林安心笑得眉眼弯弯,随即又瞧到他身上那身崭新的棉袄,笑道:“你可算回来了。”
“我还没恭喜哥哥呢。”
林安心笑着请他入暖月阁,又吩咐听泉:“你去请了婉屏过来吃茶,就说我哥哥来了。”
林青松一路行来,见自家妹妹在苏家的小日子过得不错,遂放下心来,笑道:“我原想着,是不是该跟君扬说一声,把你接回家去的,又转念一想,到不如让你先住在这里落个清静才好。”
“哥哥,你这话是什么意思?”林安心不解地看向他。
不是邓家把她给典当来苏家的么?
“君扬哥是使了些小手段把我的户籍弄出来了,可那典当契书还在两家人的手上。”
林青松笑得很松快,道:“哪里能作得了真,那不过是我和君扬将计就计,之前早就想把你接出来的,又担心你在邓家待习惯了,舍不得离开,便想着待我回来后,再亲自了结此事的,谁知邓家出了那样的事,也该得你命里就不是邓家的媳妇,哼。”
说到这儿,林青松的眼里染上了一层冷意。
“你说,我典来苏家,是你跟君扬哥使的计?”
林安心惊讶地小嘴都合不拢,这就能解释得通为何苏家视她如已出。
林青松见她眉眼间无半点迟疑,而且是真的很惊讶这样的答案,不由问她:“你小时候的事,当真不记得了么?”
“记得什么?”林安心莫名心虚,小眼神都往旁边飘飞而去。
林青松伸手轻抚她后脑勺,笑道:“也是,吃了那么大的苦,又加之那时你年纪还太小,当时经历了那样的苦难,吓得忘记了也正常。”
“哥哥,你说的什么,我咋听不懂呢?”
林安心越发觉得这里头有啥猫腻。
林青松摆摆手,笑道:“没啥,想不起来便想不起来,也没啥要紧的,许是你年纪太小,都不记得了,忘了我跟君扬都是从穿开裆裤时就耍得很好的兄弟。”
林安心见他不肯说,只得把这事藏在心里,待寻了机会后,再慢慢打听到底是何事。
“哥,照你这么说,我不应该属典妻吧!”
“自然,你是我嫡亲的妹子,怎么能做别人家的典妻,定要十里红妆,云英出嫁才是。”林青松这么说,也是这么想的,他只要暗中再努力一把,定能让自家妹妹风光出嫁。
“哥哥,那照你这么说,我应该回自己家,对不对?”林安心终于明白事儿哪里不对了。
林青松瞧她一脸懵的小模样,十分可爱,心里越发喜爱自家妹妹,逗着她玩:“怎地,舍不得你的君扬哥?唉,都说女大不由兄呐,这还没嫁到他家呢,就已女心向外了,哥哥好难过啊,呜呜!”
林安心十当无语!
哥哥,你每次回来不作下妖,是不是骨头里面都痒得难受啊。
“哥哥!”林安心娇娇地唤他一声,又道:“我在跟你说正经事。”
林青松眨巴眨眼儿,一脸委屈地道:“我也是在跟你说正经事啊!”
林安心郁闷了!
扭头先一步进了正屋的堂屋,径直走到围椅处坐下,爱晴忙带了婆子们把碳盆子烧得火旺旺的。
又给两人沏上热茶,这才悄悄带人退下。
“好啦,乖妹妹,莫要生气啦,哥哥逗你玩呢!”
“哼!”林安心嘟起粉嫩的小嘴,扭头不看他。
“哎,妹子,莫气嘛,来,瞧瞧哥哥给你准备了啥新年礼?”林青松见她依然不肯理自己,突然使出杀手锏。

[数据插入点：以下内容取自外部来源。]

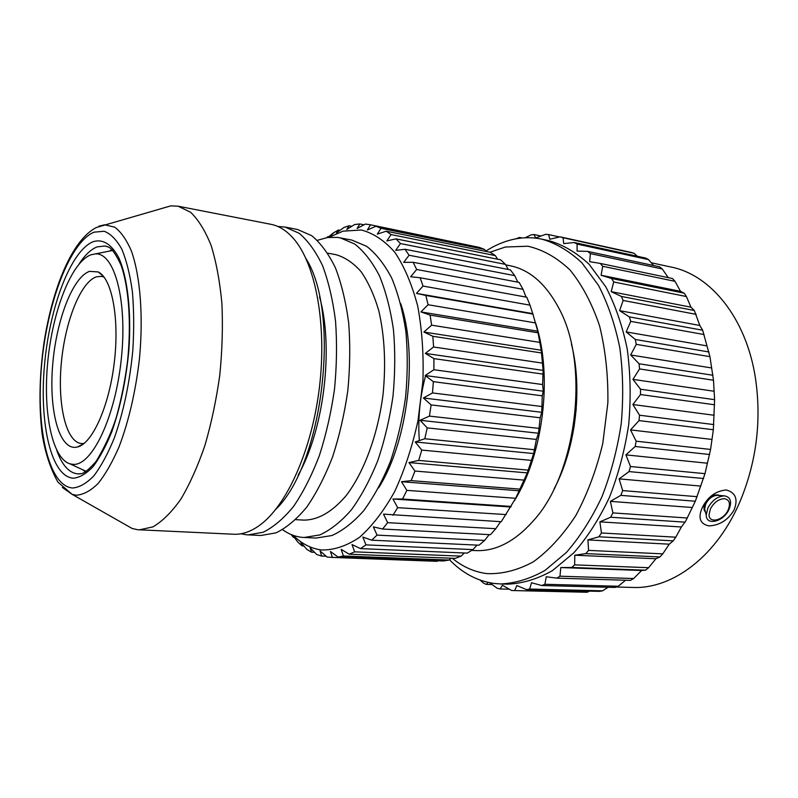 <?xml version="1.0" encoding="UTF-8"?>
<svg xmlns="http://www.w3.org/2000/svg" width="798" height="798" viewBox="0 0 798 798"><rect width="100%" height="100%" fill="white"/><g stroke="black" fill="none" stroke-linecap="round" stroke-linejoin="round"><path stroke-width="1.2" d="M425.553 375.818C419.828 397.364 417.753 418.95 419.339 440.576M571.428 344.068C582.919 388.826 575.787 448.257 554.021 489.024M505.752 264.886L510.231 265.774C529.722 269.724 545.962 283.928 558.939 308.377C589.951 364.746 576.914 473.314 533.433 520.735C515.039 541.423 495.907 551.378 476.037 550.6L471.738 550.411M535.747 323.449C552.874 375.888 543.498 453.853 514.421 500.705M473.713 246.233L370.551 224.797L367.369 229.984L375.988 226.263L381.015 228.308L377.344 234.133L386.252 231.191L391.05 234.572L386.84 240.936L395.998 238.871L400.466 243.57L395.688 250.373L405.015 249.265L409.065 255.25L403.688 262.362L413.115 262.283L416.656 269.485L410.671 276.766L420.107 277.754L423.04 286.063L416.456 293.375L532.765 313.634L530.022 305.165L423.04 286.063M375.988 226.263L479.159 247.35L484.546 249.415L381.015 228.308M486.092 251.45L484.546 249.415M386.252 231.191L490.171 252.278L495.329 255.599L391.05 234.572M497.653 259.21L495.329 255.599M395.998 238.871L500.645 259.809L505.463 264.377L400.466 243.57M508.276 269.475L505.463 264.377M405.015 249.265L510.381 269.884L514.76 275.649L409.065 255.25M517.792 282.153L514.76 275.649M413.115 262.283L519.159 282.412L523.009 289.315L416.656 269.485M526.062 297.095L523.009 289.315M420.107 277.754L526.79 297.225L530.022 305.165M500.605 521.673L495.777 528.705L387.668 522.66L383.489 514.131L501.254 521.712L515.678 498.291L527.318 472.895L533.653 453.573L536.396 439.439L538.49 433.234L540.196 417.783L541.722 412.297L542.261 395.828L543.268 391.2L542.63 384.556L543.109 370.372L541.253 350.242L537.772 331.21L532.765 313.634M495.777 528.705L490.451 534.69L382.571 529.024L373.384 526.88L377.015 535.119L371.688 540.186L362.831 537.054L365.943 544.874L360.496 548.605L352.018 544.565L354.671 551.847L349.205 554.211L341.165 549.363L343.419 556.006L338.023 557.014L330.462 551.468L332.367 557.383L327.14 557.074L320.068 550.929L321.694 556.076L316.716 554.5L310.153 547.867L311.569 552.196L306.891 549.433L300.846 542.421L302.103 545.902L297.794 542.042L292.507 535.089M371.688 540.186L479.029 545.194L484.625 540.426L489.174 534.62M360.496 548.605L467.229 553.104L472.975 549.603L477.014 545.104M349.205 554.211L455.269 558.361L461.064 556.146L464.336 552.984M338.023 557.014L443.369 560.974L449.114 560.036L451.309 558.211M330.671 557.353L435.509 561.263L438.072 560.775M370.551 224.797L365.384 224.058L357.115 228.467L359.848 223.969L354.631 224.517L346.751 229.495L349.085 225.754L343.898 227.52L336.437 232.966L338.432 230.014L333.355 232.926L327.868 237.455M351.788 226.303L349.085 225.754M328.976 237.315L343.01 231.161L361.314 230.004C373.404 233.136 384.616 240.627 394.95 252.457C404.476 266.761 412.077 284.696 417.743 306.282C422.052 329.554 423.778 354.472 422.92 381.055L417.992 420.666C412.307 446.571 404.546 470.172 394.701 491.478C383.948 510.79 372.227 526.062 359.549 537.303C346.681 545.962 334.033 550.181 321.604 549.972C311.16 548.665 301.694 543.787 293.195 535.338M387.668 522.66L382.571 529.024M506.201 514.59L397.683 507.668L392.925 515.239M397.683 507.668L392.915 498.989L402.531 499.019L406.85 490.361L401.474 481.703L411.17 480.635L414.95 471.049L408.965 462.581L418.651 460.416L421.803 450.082L415.199 441.962L424.785 438.76L427.229 427.888L420.057 420.287L429.434 416.107L431.12 404.915L423.399 397.983L432.486 392.935L433.374 381.663L425.174 375.529L433.873 369.733L433.942 358.621L425.334 353.404L433.583 346.99L432.845 336.277L423.888 332.048L431.628 325.175L430.102 315.08L420.905 311.918L428.087 304.736L425.823 295.45L416.456 293.375M363.968 224.807L359.848 223.969M533.094 314.113L425.823 295.45M535.618 322.951L428.087 304.736M420.905 311.918L537.772 331.21M537.902 332.786L430.102 315.08M539.648 342.372L431.628 325.175M423.888 332.048L541.253 350.242M541.084 352.896L432.845 336.277M542.012 363.04L433.583 346.99M425.334 353.404L543.109 370.372M542.55 374.053L433.942 358.621M542.63 384.556L433.873 369.733M425.174 375.529L543.268 391.2M542.261 395.828L433.374 381.663M541.483 406.471L432.486 392.935M423.399 397.983L541.722 412.297M540.196 417.783L431.12 404.915M538.57 428.336L429.434 416.107M420.057 420.287L538.49 433.234M536.396 439.439L427.229 427.888M533.962 449.693L424.785 438.76M415.199 441.962L533.653 453.573M530.959 460.356L421.803 450.082M527.767 470.092L418.651 460.416M408.965 462.581L527.318 472.895M523.997 480.107L414.95 471.049M520.126 489.134L411.17 480.635M401.474 481.703L519.638 490.82M515.678 498.291L406.85 490.361M511.219 506.441L402.531 499.019M392.915 498.989L510.78 507.009M484.625 540.426L377.015 535.119M472.975 549.603L365.943 544.874M461.064 556.146L354.671 551.847M449.114 560.036L343.419 556.006M437.324 561.303L332.367 557.383M291.051 534.49L293.425 537.383L292.377 535.039M327.27 237.545L328.038 236.597L326.691 237.634M294.272 537.423L293.425 537.383M303.888 545.982L302.103 545.902M314.532 552.306L311.569 552.196M326.173 556.236L321.694 556.076M340.028 230.333L338.432 230.014M328.736 236.737L328.038 236.597M400.686 303.549C418.351 355.479 407.997 441.693 378.541 487.967M317.365 240.318L327.539 237.505L337.524 237.385L351.818 240.078L366.671 246.313C376.077 253.644 384.417 264.228 391.698 278.063C398.152 293.624 402.89 311.529 405.903 331.808C407.798 353.035 407.668 374.99 405.534 397.673C402.242 420.207 397.165 441.573 390.302 461.753C382.571 480.735 373.733 497.014 363.778 510.6C353.424 522.321 342.811 530.63 331.938 535.528L316.038 538.061L302.063 537.363C295.15 536.625 288.667 534.062 282.612 529.673M339.998 237.774L354.711 243.998C364.028 251.35 372.277 261.963 379.479 275.869C385.853 291.499 390.521 309.504 393.474 329.893C395.309 351.25 395.15 373.344 392.995 396.167C389.683 418.85 384.616 440.346 377.773 460.665C370.073 479.778 361.275 496.166 351.379 509.842C341.095 521.643 330.562 530.012 319.779 534.939L304.008 537.503M295.729 519.668L303.988 520.116C318.193 520.027 332.247 511.877 346.132 495.668C363.908 472.366 377.723 435.239 382.99 394.96C386.082 364.048 384.646 335.838 378.691 310.332C374.033 294.771 368.117 281.814 360.925 271.46C353.195 262.801 344.846 257.205 335.868 254.662L327.739 253.156M277.874 226.482L285.086 227.061L297.544 229.495L311.729 235.689C320.686 243.081 328.606 253.844 335.479 267.958C341.554 283.859 345.963 302.213 348.696 323.01C350.342 344.826 350.043 367.399 347.798 390.741C344.457 413.943 339.399 435.947 332.636 456.745C325.055 476.316 316.427 493.104 306.761 507.109C296.746 519.199 286.502 527.777 276.048 532.845L260.806 535.498L246.273 534.77L240.976 533.772M285.086 227.061L299.11 233.245C307.958 240.657 315.779 251.45 322.552 265.634C328.537 281.614 332.856 300.068 335.529 320.986C337.115 342.931 336.776 365.644 334.512 389.145C331.15 412.506 326.103 434.661 319.37 455.598C311.819 475.299 303.25 492.196 293.654 506.311C283.709 518.481 273.564 527.119 263.21 532.226L248.128 534.909M305.993 258.622C341.015 313.415 322.901 464.256 275.909 509.204M161.106 208.647L170.782 205.884L178.124 206.203L270.981 224.318C279.091 225.884 286.642 230.672 293.624 238.692C315.549 263.759 327.05 324.178 319.439 387.329C311.888 450.491 286.412 506.471 259.17 525.633C250.482 531.767 242.013 534.64 233.774 534.241L137.605 529.722L132.049 528.436L123.311 523.458M178.124 206.203L190.622 212.268C198.453 219.779 205.305 230.891 211.171 245.614C216.298 262.253 219.869 281.554 221.914 303.529C222.951 326.601 222.233 350.551 219.759 375.359C216.288 400.057 211.32 423.489 204.847 445.663C197.665 466.531 189.615 484.436 180.697 499.388C171.52 512.306 162.233 521.483 152.837 526.919L139.261 529.862M95.331 253.914L90.982 254.781C71.591 261.944 52.897 310.063 47.88 360.576C42.683 411.08 51.81 458.521 70.114 463.897L73.416 464.376C92.199 465.543 115.481 416.805 121.376 358.342C127.51 299.868 114.264 252.268 95.331 253.914L112.777 250.432M89.595 271.35L98.234 271.948C111.959 278.382 119.64 318.462 114.264 362.701C109.017 406.94 92.059 444.067 77.207 447.07L74.842 447.379C58.294 447.618 48.828 408.337 52.738 364.127C56.439 319.938 72.818 276.986 89.595 271.35M84.099 443.449L81.466 443.558C66.005 442.192 57.406 404.686 61.306 363.17C65.037 321.664 80.618 281.903 96.498 276.796L101.536 276.367L104.079 277.106M576.236 408.835L574.021 427.239M452.257 558.251C462.77 566.879 474.351 571.996 487.009 573.622C502.321 574.211 517.812 570.241 533.473 561.732C548.854 550.55 562.949 535.189 575.757 515.628C587.398 493.992 596.405 469.922 602.779 443.419L607.876 402.791C608.256 375.469 605.483 349.793 599.557 325.774C591.986 303.459 582.141 284.856 570.001 269.973C556.934 257.594 542.909 249.684 527.927 246.223L505.383 247.021L489.962 252.238M449.483 559.727C462.431 573.144 477.284 581.044 494.052 583.448L500.645 583.956C515.368 583.308 530.161 578.779 545.034 570.39L566.39 552.475C579.857 537.034 591.697 518.491 601.911 496.855C610.879 473.822 617.323 449.404 621.243 423.568C623.547 397.554 623.068 372.287 619.807 347.798C615.009 324.357 607.896 303.539 598.47 285.345L581.961 262.891C569.503 251.21 556.196 243.32 542.042 239.201C532.456 237.176 522.85 237.235 513.244 239.38C503.807 241.505 494.67 245.425 485.832 251.111M542.042 239.201L549.134 240.727C563.338 244.856 576.695 252.737 589.193 264.387L605.772 286.781C615.238 304.916 622.39 325.654 627.218 349.005C630.51 373.404 631.009 398.561 628.714 424.466C624.804 450.182 618.37 474.511 609.393 497.433C599.178 518.979 587.318 537.433 573.832 552.805L552.425 570.64C537.513 578.999 522.67 583.498 507.897 584.146L500.645 583.956M520.216 238.193L519.568 237.435L515.877 238.841M488.176 582.42L486.231 584.395L483.468 583.099L480.187 580.126M525.134 237.784L531.039 234.891L534.042 234.522L535.677 237.954L545.623 234.323L548.625 234.582L549.822 239.25L560.116 236.836L563.069 237.744L563.717 243.609L574.251 242.512L577.094 244.078L577.084 251.091L587.737 251.39L590.41 253.614L589.632 261.654L600.276 263.43L602.719 266.293L601.094 275.24L611.587 278.512L613.732 281.983L611.178 291.659L621.363 296.427L623.158 300.447L619.607 310.671L629.353 316.876L630.749 321.375L626.171 331.918L635.318 339.479L636.275 344.357L630.659 354.98L639.078 363.768L639.567 368.935L632.924 379.369L640.505 389.205L640.495 394.541L632.884 404.536L639.527 415.209L639.028 420.586L630.53 429.903L636.166 441.184L635.188 446.481L625.901 454.88L630.5 466.511L629.063 471.588L619.118 478.88L622.679 490.59L620.814 495.359L610.37 501.363L612.904 512.905L610.679 517.244L599.877 521.842L601.443 532.974L598.899 536.785L587.907 539.907L588.585 550.391L585.792 553.622L574.779 555.218L574.66 564.874L571.687 567.468L560.785 567.558L559.977 576.206L556.894 578.141L546.261 576.755L544.884 584.276L541.752 585.533L531.498 582.749L529.682 589.054L526.57 589.632L516.805 585.552L514.67 590.58L511.628 590.5L502.441 585.253L500.107 588.974L497.184 588.266L489.653 582.73M519.568 237.435L522.161 237.994M486.231 584.395L492.087 584.545M500.107 588.974L509.294 589.193M600.276 263.43L672.485 278.542L675.008 281.325L680.504 291.33L684.185 293.175L686.41 296.537L690.988 307.19L694.33 310.502L699.806 325.464L702.659 330.222L709.941 356.656L713.492 380.237L714.599 399.678L713.342 429.733L710.579 449.444L704.993 473.663L695.317 501.234L685.711 521.084L681.372 526.979L675.796 537.194L673.223 540.845L669.253 544.176L662.769 553.852L659.936 556.944L655.906 558.75L648.614 567.697L645.582 570.181L641.622 570.5L633.652 578.53L630.5 580.375L556.894 578.141M625.582 580.226L618.211 586.251L614.999 587.448L541.752 585.533M608.096 587.268L602.62 590.809L599.418 591.358L526.57 589.632M589.473 591.119L587.178 592.256L513.353 590.56M560.116 236.836L631.048 252.387L634.091 253.305L637.273 256.248M574.251 242.512L645.612 258.063L648.545 259.609L653.652 265.534M587.737 251.39L659.527 266.791L662.28 268.976L668.275 277.664M610.679 517.244L685.113 522.151M599.877 521.842L681.372 526.979M612.904 512.905L687.367 518.012M601.443 532.974L675.796 537.194M598.899 536.785L673.223 540.845M587.907 539.907L669.253 544.176M588.585 550.391L662.769 553.852M585.792 553.622L659.936 556.944M574.779 555.218L655.906 558.75M574.66 564.874L648.614 567.697M571.687 567.468L645.582 570.181M560.785 567.558L641.622 570.5M559.977 576.206L633.652 578.53M544.884 584.276L618.211 586.251M529.682 589.054L602.62 590.809M514.67 590.58L587.178 592.256M534.042 234.522L540.904 236.018M548.625 234.582L559.518 236.966M563.069 237.744L634.091 253.305M577.094 244.078L648.545 259.609M590.41 253.614L662.28 268.976M602.719 266.293L675.008 281.325M601.094 275.24L680.504 291.33M611.587 278.512L684.185 293.175M613.732 281.983L686.41 296.537M611.178 291.659L690.988 307.19M621.363 296.427L694.33 310.502M623.158 300.447L696.205 314.382M619.607 310.671L699.806 325.464M629.353 316.876L702.659 330.222M630.749 321.375L704.125 334.552M626.171 331.918L706.709 345.853M635.318 339.479L708.923 351.958M636.275 344.357L709.941 356.656M630.659 354.98L711.487 367.928M639.078 363.768L712.953 375.279M639.567 368.935L713.492 380.237M632.924 379.369L714.01 391.239M640.505 389.205L714.599 399.678M640.495 394.541L714.639 404.786M632.884 404.536L714.19 415.259M639.527 415.209L713.811 424.586M639.028 420.586L713.342 429.733M630.53 429.903L711.996 439.439M636.166 441.184L710.579 449.444M635.188 446.481L709.612 454.501M625.901 454.88L707.467 463.229M630.5 466.511L704.993 473.663M629.063 471.588L703.557 478.521M619.118 478.88L700.734 486.082M622.679 490.59L697.183 496.685M620.814 495.359L695.317 501.234M610.37 501.363L691.956 507.488M651.298 262.781L671.238 267.081C710.629 274.821 746.31 318.043 755.487 378.362C761.541 419.977 756.694 460.276 740.963 499.279C717.771 555.707 672.864 589.253 632.764 587.448L616.216 587.009M702.31 507.478C707.896 496.715 715.886 490.88 726.28 489.962C735.646 492.605 738.26 499.239 734.11 509.882C728.165 519.957 719.786 525.303 708.973 525.912C700.026 524.027 697.811 517.882 702.31 507.478M705.462 512.067L705.203 511.807C703.567 509.782 703.547 506.989 705.133 503.408C709.542 496.296 714.35 493.653 719.557 495.478L719.487 495.438M724.624 495.867L717.572 495.329C712.794 495.528 708.873 498.361 705.791 503.827L704.644 508.825L706.21 515.079L707.866 507.977C712.255 500.196 717.841 496.166 724.624 495.867C730.659 497.164 732.095 501.733 728.933 509.573C723.517 521.802 706.24 526.111 706.21 515.079M705.213 511.099L704.644 508.825M728.065 510.131C730.699 503.578 729.502 499.767 724.474 498.67C718.799 498.91 714.12 502.281 710.429 508.805L709.043 514.78C709.083 523.987 723.527 520.366 728.065 510.131M319.549 296.926C333.963 347.329 324.078 429.643 298.143 475.199M98.822 226.203L104.578 224.797L114.633 227.131C120.987 231.819 126.583 239.809 131.431 251.111C140.308 276.238 143.48 316.307 139.431 359.04C135.56 391.788 128.807 420.975 119.161 446.581C112.528 461.942 105.496 474.261 98.074 483.518C90.623 490.82 83.391 494.72 76.379 495.199L72.209 494.391L62.384 487.488M94.084 232.158L104.199 231.26C110.723 233.784 116.588 239.749 121.805 249.156C126.493 260.467 130.014 274.602 132.378 291.559C133.944 309.804 134.104 329.355 132.827 350.202C129.725 382.501 123.58 411.708 114.383 437.813C108.009 453.493 101.206 466.122 93.955 475.708C86.653 483.299 79.561 487.388 72.668 487.997C48.688 486.301 35.91 428.975 41.476 366.481C46.773 303.988 69.586 242.263 94.084 232.158M73.486 478.202C51.291 477.084 39.252 424.127 44.419 365.953C49.336 307.789 70.653 250.562 93.286 241.644C103.042 238.802 111.54 244.178 118.792 257.784C127.67 277.754 131.6 312.447 128.807 350.921C125.954 380.576 120.318 407.429 111.9 431.479C106.054 445.942 99.8 457.633 93.137 466.551C86.413 473.643 79.86 477.523 73.486 478.202M81.725 473.603L77.725 473.892C68.967 472.895 61.975 465.044 56.748 450.351M79.142 263.909C85.007 254.931 91.052 249.235 97.266 246.841L105.087 246.013L108.907 247.23M85.456 471.917L83.042 469.922M109.326 251.121L112.139 249.764M293.145 535.318L296.347 540.156M328.926 237.325L334.352 232.308M132.049 528.436L72.209 494.391L57.925 482.122C50.314 468.476 45.047 452.406 42.134 433.913C38.773 405.903 39.381 375.609 43.96 343.03C52.618 287.32 72.259 239.709 96.428 227.48L170.782 205.884M105.825 246.143L108.907 247.24C112.368 249.265 116.408 255.23 121.047 265.165C128.857 287.2 131.471 323.33 127.53 361.384C125.047 380.357 121.486 398.382 116.847 415.449C112.338 430.521 105.476 445.773 96.249 461.204C89.625 468.745 84.807 472.875 81.785 473.583L78.463 473.942M70.114 463.897L86.244 471.419M103.451 276.317L98.234 271.948M83.311 444.057L77.207 447.07M718.529 494.969L719.098 495.438M704.604 510.959L705.342 511.588"/></g></svg>

“嗯?”林安心扭过头来,一个柳色锦缎做的荷包正平躺在他手心里。
“哥哥,你这是什么意思?”
林青松把手里的荷包往她身上一丢,道:“我可先说明了,咱俩是亲兄妹,嫡亲嫡亲一点都不掺假的那种,哥给你啥东西,你拿着就是啊,喜欢啥就可着劲儿买买买,有哥在,天塌下来有哥给你撑着,银子不够花了,再开口跟哥要。”
林安心感动的一塌糊涂,果然,林青松这个哥哥就是宠妹狂魔啊!
“哥哥,我有银子花销的,我自个儿能挣到银子。”
她把苏君扬拿了她给的方子入股那茶馆的事说了。